**Exercise requirements:**
In the data below, find every line with the word "removed" and copy it.

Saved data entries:
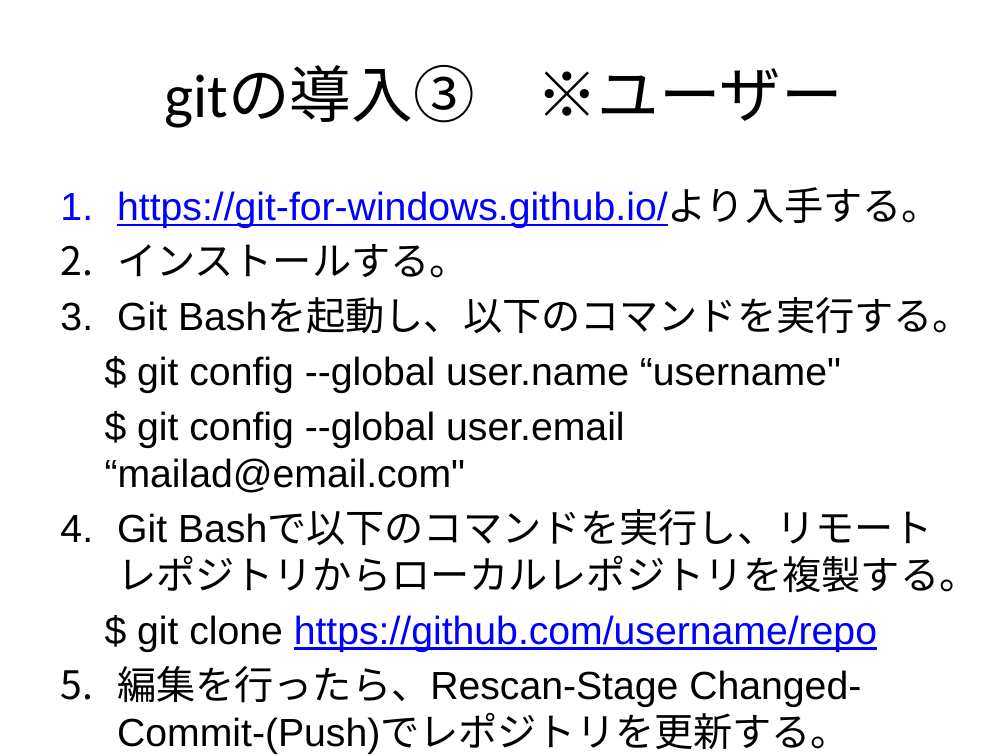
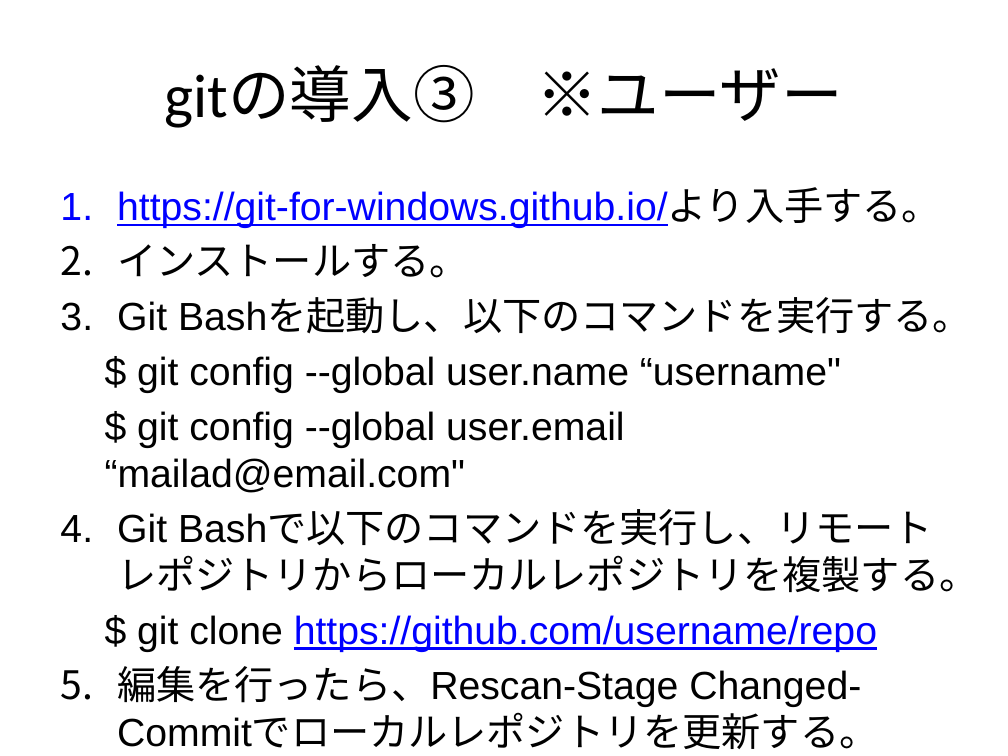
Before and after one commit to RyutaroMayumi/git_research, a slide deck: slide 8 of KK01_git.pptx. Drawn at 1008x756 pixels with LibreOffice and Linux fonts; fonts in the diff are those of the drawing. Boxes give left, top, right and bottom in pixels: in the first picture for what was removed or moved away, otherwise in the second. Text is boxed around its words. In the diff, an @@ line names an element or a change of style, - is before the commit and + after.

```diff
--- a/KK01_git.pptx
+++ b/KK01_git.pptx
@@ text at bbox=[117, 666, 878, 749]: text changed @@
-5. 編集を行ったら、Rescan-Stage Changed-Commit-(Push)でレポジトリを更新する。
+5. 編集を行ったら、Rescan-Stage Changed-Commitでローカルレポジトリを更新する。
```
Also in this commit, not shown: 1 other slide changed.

...

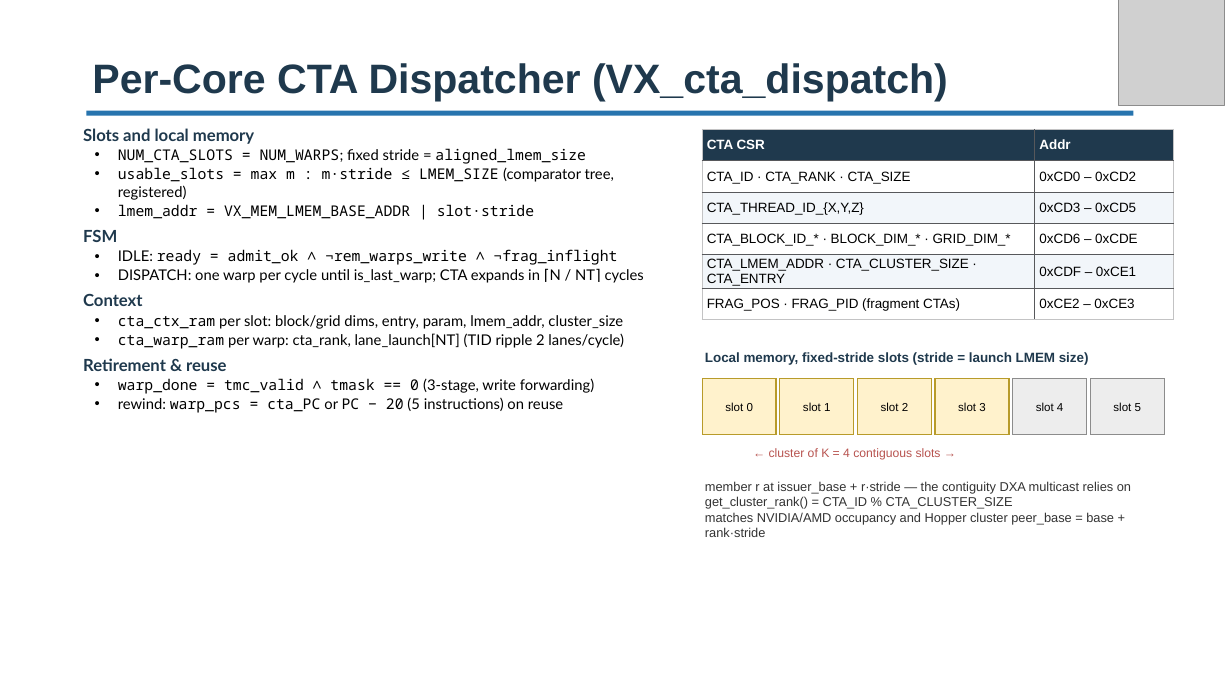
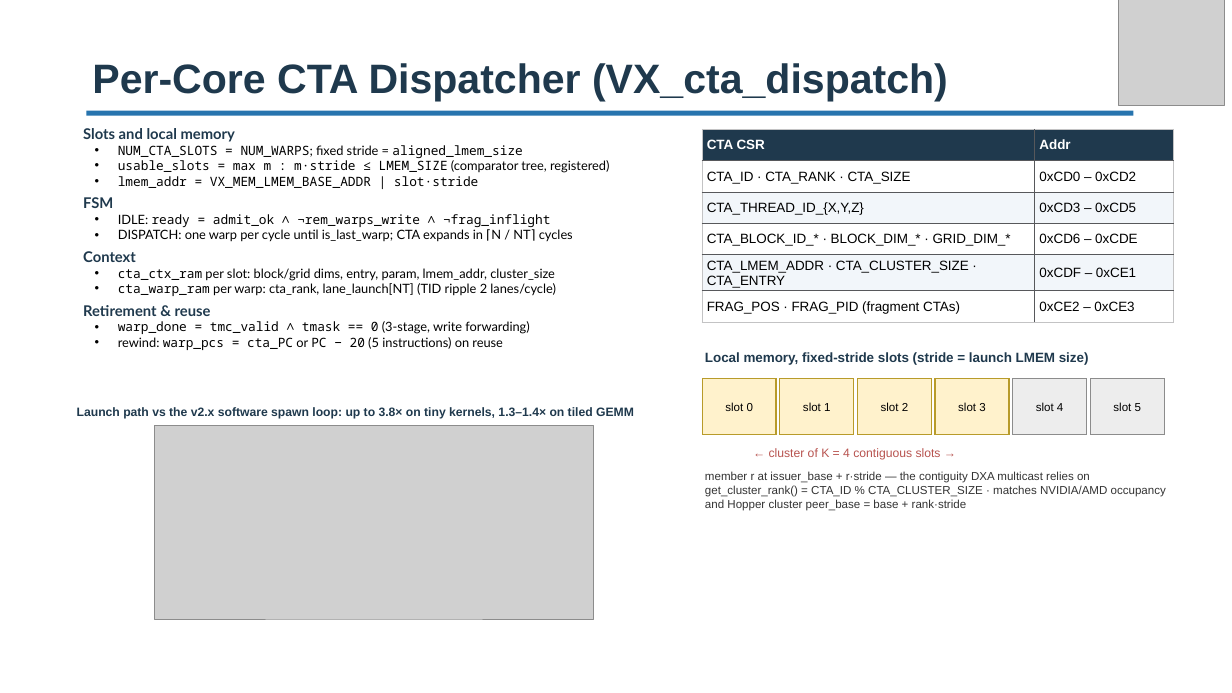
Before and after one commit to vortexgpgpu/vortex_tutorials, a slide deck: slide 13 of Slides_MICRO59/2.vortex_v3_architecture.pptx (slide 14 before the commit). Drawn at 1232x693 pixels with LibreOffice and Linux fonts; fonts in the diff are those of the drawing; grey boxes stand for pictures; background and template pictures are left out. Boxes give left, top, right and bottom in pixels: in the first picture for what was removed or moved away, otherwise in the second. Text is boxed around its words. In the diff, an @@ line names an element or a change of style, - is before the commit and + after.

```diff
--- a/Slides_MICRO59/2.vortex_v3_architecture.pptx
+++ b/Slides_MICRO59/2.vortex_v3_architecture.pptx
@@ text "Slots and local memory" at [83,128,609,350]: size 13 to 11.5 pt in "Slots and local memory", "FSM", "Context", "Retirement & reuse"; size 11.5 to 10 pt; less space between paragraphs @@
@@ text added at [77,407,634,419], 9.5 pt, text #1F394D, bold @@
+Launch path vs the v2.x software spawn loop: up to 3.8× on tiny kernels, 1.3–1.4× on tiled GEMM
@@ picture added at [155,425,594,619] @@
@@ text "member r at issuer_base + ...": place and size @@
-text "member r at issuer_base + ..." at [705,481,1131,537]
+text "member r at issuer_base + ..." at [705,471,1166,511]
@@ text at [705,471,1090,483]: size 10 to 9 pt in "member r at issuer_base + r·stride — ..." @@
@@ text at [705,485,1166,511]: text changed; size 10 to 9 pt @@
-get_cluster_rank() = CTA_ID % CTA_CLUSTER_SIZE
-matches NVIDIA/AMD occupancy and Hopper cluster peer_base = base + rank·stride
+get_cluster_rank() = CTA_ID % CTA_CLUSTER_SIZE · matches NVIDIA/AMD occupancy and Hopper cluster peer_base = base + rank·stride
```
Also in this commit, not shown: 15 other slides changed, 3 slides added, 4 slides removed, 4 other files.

**Worked solution:**
Before and after one commit to RyutaroMayumi/git_research, a slide deck: slide 8 of KK01_git.pptx. Drawn at 1008x756 pixels with LibreOffice and Linux fonts; fonts in the diff are those of the drawing. Boxes give left, top, right and bottom in pixels: in the first picture for what was removed or moved away, otherwise in the second. Text is boxed around its words. In the diff, an @@ line names an element or a change of style, - is before the commit and + after.
Before and after one commit to vortexgpgpu/vortex_tutorials, a slide deck: slide 13 of Slides_MICRO59/2.vortex_v3_architecture.pptx (slide 14 before the commit). Drawn at 1232x693 pixels with LibreOffice and Linux fonts; fonts in the diff are those of the drawing; grey boxes stand for pictures; background and template pictures are left out. Boxes give left, top, right and bottom in pixels: in the first picture for what was removed or moved away, otherwise in the second. Text is boxed around its words. In the diff, an @@ line names an element or a change of style, - is before the commit and + after.
Also in this commit, not shown: 15 other slides changed, 3 slides added, 4 slides removed, 4 other files.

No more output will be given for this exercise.